[SUPPLIED RECORDS]
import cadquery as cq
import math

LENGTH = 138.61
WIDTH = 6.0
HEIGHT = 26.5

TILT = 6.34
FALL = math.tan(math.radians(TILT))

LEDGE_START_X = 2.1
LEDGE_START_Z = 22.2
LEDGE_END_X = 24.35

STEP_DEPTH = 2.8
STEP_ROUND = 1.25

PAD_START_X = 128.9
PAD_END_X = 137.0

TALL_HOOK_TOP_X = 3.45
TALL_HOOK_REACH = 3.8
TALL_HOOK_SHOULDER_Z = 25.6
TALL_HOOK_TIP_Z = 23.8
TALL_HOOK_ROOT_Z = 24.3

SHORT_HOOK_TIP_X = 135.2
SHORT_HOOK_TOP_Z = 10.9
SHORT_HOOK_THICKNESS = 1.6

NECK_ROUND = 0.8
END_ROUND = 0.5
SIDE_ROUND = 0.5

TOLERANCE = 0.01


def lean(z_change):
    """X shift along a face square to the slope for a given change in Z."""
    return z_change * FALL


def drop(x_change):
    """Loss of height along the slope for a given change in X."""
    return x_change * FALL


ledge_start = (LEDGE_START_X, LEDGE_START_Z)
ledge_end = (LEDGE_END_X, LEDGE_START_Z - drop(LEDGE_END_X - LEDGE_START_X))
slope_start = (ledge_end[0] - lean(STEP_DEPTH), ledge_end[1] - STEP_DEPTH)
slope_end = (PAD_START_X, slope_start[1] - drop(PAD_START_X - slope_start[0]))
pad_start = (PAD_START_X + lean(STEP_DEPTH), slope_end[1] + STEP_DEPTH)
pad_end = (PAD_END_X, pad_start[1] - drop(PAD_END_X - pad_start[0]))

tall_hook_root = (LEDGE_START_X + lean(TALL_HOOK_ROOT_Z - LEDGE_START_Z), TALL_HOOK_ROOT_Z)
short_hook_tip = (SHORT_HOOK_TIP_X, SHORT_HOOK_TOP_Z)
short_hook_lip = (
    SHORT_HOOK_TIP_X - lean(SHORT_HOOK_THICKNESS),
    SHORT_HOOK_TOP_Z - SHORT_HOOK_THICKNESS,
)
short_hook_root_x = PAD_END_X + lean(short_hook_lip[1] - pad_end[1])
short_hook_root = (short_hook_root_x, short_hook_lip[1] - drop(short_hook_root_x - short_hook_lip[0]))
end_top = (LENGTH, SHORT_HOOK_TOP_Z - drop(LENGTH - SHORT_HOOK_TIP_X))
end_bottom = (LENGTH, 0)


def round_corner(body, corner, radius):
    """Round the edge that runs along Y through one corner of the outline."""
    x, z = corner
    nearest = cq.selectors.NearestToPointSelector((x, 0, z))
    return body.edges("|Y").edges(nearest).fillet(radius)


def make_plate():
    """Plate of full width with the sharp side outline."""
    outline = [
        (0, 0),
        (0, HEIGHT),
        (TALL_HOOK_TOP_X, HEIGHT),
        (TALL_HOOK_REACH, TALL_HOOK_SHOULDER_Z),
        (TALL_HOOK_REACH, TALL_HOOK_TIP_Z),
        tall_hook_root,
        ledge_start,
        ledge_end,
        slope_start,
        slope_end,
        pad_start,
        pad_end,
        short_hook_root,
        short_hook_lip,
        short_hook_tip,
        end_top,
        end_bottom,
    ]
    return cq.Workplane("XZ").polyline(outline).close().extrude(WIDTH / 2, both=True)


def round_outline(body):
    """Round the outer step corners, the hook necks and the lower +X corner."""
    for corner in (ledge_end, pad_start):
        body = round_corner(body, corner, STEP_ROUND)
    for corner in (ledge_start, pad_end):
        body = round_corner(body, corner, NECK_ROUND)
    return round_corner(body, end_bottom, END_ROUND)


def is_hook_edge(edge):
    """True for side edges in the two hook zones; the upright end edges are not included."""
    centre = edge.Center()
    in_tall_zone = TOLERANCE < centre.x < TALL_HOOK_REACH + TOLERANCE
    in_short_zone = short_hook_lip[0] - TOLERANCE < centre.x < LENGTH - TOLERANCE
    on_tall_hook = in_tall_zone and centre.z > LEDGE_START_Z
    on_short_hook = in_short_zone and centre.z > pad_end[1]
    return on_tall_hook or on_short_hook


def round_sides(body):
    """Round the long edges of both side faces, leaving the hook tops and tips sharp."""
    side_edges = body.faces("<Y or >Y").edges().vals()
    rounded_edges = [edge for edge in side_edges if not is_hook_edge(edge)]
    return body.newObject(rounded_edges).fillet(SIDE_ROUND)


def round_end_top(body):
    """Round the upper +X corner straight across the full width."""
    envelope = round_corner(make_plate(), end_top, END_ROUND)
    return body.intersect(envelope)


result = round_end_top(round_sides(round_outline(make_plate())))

[TASK DIRECTIONS]
Every entry in the listing must be retyped exactly.

[ANSWER BOX]
import cadquery as cq
import math

LENGTH = 138.61
WIDTH = 6.0
HEIGHT = 26.5

TILT = 6.34
FALL = math.tan(math.radians(TILT))

LEDGE_START_X = 2.1
LEDGE_START_Z = 22.2
LEDGE_END_X = 24.35

STEP_DEPTH = 2.8
STEP_ROUND = 1.25

PAD_START_X = 128.9
PAD_END_X = 137.0

TALL_HOOK_TOP_X = 3.45
TALL_HOOK_REACH = 3.8
TALL_HOOK_SHOULDER_Z = 25.6
TALL_HOOK_TIP_Z = 23.8
TALL_HOOK_ROOT_Z = 24.3

SHORT_HOOK_TIP_X = 135.2
SHORT_HOOK_TOP_Z = 10.9
SHORT_HOOK_THICKNESS = 1.6

NECK_ROUND = 0.8
END_ROUND = 0.5
SIDE_ROUND = 0.5

TOLERANCE = 0.01


def lean(z_change):
    """X shift along a face square to the slope for a given change in Z."""
    return z_change * FALL


def drop(x_change):
    """Loss of height along the slope for a given change in X."""
    return x_change * FALL


ledge_start = (LEDGE_START_X, LEDGE_START_Z)
ledge_end = (LEDGE_END_X, LEDGE_START_Z - drop(LEDGE_END_X - LEDGE_START_X))
slope_start = (ledge_end[0] - lean(STEP_DEPTH), ledge_end[1] - STEP_DEPTH)
slope_end = (PAD_START_X, slope_start[1] - drop(PAD_START_X - slope_start[0]))
pad_start = (PAD_START_X + lean(STEP_DEPTH), slope_end[1] + STEP_DEPTH)
pad_end = (PAD_END_X, pad_start[1] - drop(PAD_END_X - pad_start[0]))

tall_hook_root = (LEDGE_START_X + lean(TALL_HOOK_ROOT_Z - LEDGE_START_Z), TALL_HOOK_ROOT_Z)
short_hook_tip = (SHORT_HOOK_TIP_X, SHORT_HOOK_TOP_Z)
short_hook_lip = (
    SHORT_HOOK_TIP_X - lean(SHORT_HOOK_THICKNESS),
    SHORT_HOOK_TOP_Z - SHORT_HOOK_THICKNESS,
)
short_hook_root_x = PAD_END_X + lean(short_hook_lip[1] - pad_end[1])
short_hook_root = (short_hook_root_x, short_hook_lip[1] - drop(short_hook_root_x - short_hook_lip[0]))
end_top = (LENGTH, SHORT_HOOK_TOP_Z - drop(LENGTH - SHORT_HOOK_TIP_X))
end_bottom = (LENGTH, 0)


def round_corner(body, corner, radius):
    """Round the edge that runs along Y through one corner of the outline."""
    x, z = corner
    nearest = cq.selectors.NearestToPointSelector((x, 0, z))
    return body.edges("|Y").edges(nearest).fillet(radius)


def make_plate():
    """Plate of full width with the sharp side outline."""
    outline = [
        (0, 0),
        (0, HEIGHT),
        (TALL_HOOK_TOP_X, HEIGHT),
        (TALL_HOOK_REACH, TALL_HOOK_SHOULDER_Z),
        (TALL_HOOK_REACH, TALL_HOOK_TIP_Z),
        tall_hook_root,
        ledge_start,
        ledge_end,
        slope_start,
        slope_end,
        pad_start,
        pad_end,
        short_hook_root,
        short_hook_lip,
        short_hook_tip,
        end_top,
        end_bottom,
    ]
    return cq.Workplane("XZ").polyline(outline).close().extrude(WIDTH / 2, both=True)


def round_outline(body):
    """Round the outer step corners, the hook necks and the lower +X corner."""
    for corner in (ledge_end, pad_start):
        body = round_corner(body, corner, STEP_ROUND)
    for corner in (ledge_start, pad_end):
        body = round_corner(body, corner, NECK_ROUND)
    return round_corner(body, end_bottom, END_ROUND)


def is_hook_edge(edge):
    """True for side edges in the two hook zones; the upright end edges are not included."""
    centre = edge.Center()
    in_tall_zone = TOLERANCE < centre.x < TALL_HOOK_REACH + TOLERANCE
    in_short_zone = short_hook_lip[0] - TOLERANCE < centre.x < LENGTH - TOLERANCE
    on_tall_hook = in_tall_zone and centre.z > LEDGE_START_Z
    on_short_hook = in_short_zone and centre.z > pad_end[1]
    return on_tall_hook or on_short_hook


def round_sides(body):
    """Round the long edges of both side faces, leaving the hook tops and tips sharp."""
    side_edges = body.faces("<Y or >Y").edges().vals()
    rounded_edges = [edge for edge in side_edges if not is_hook_edge(edge)]
    return body.newObject(rounded_edges).fillet(SIDE_ROUND)


def round_end_top(body):
    """Round the upper +X corner straight across the full width."""
    envelope = round_corner(make_plate(), end_top, END_ROUND)
    return body.intersect(envelope)


result = round_end_top(round_sides(round_outline(make_plate())))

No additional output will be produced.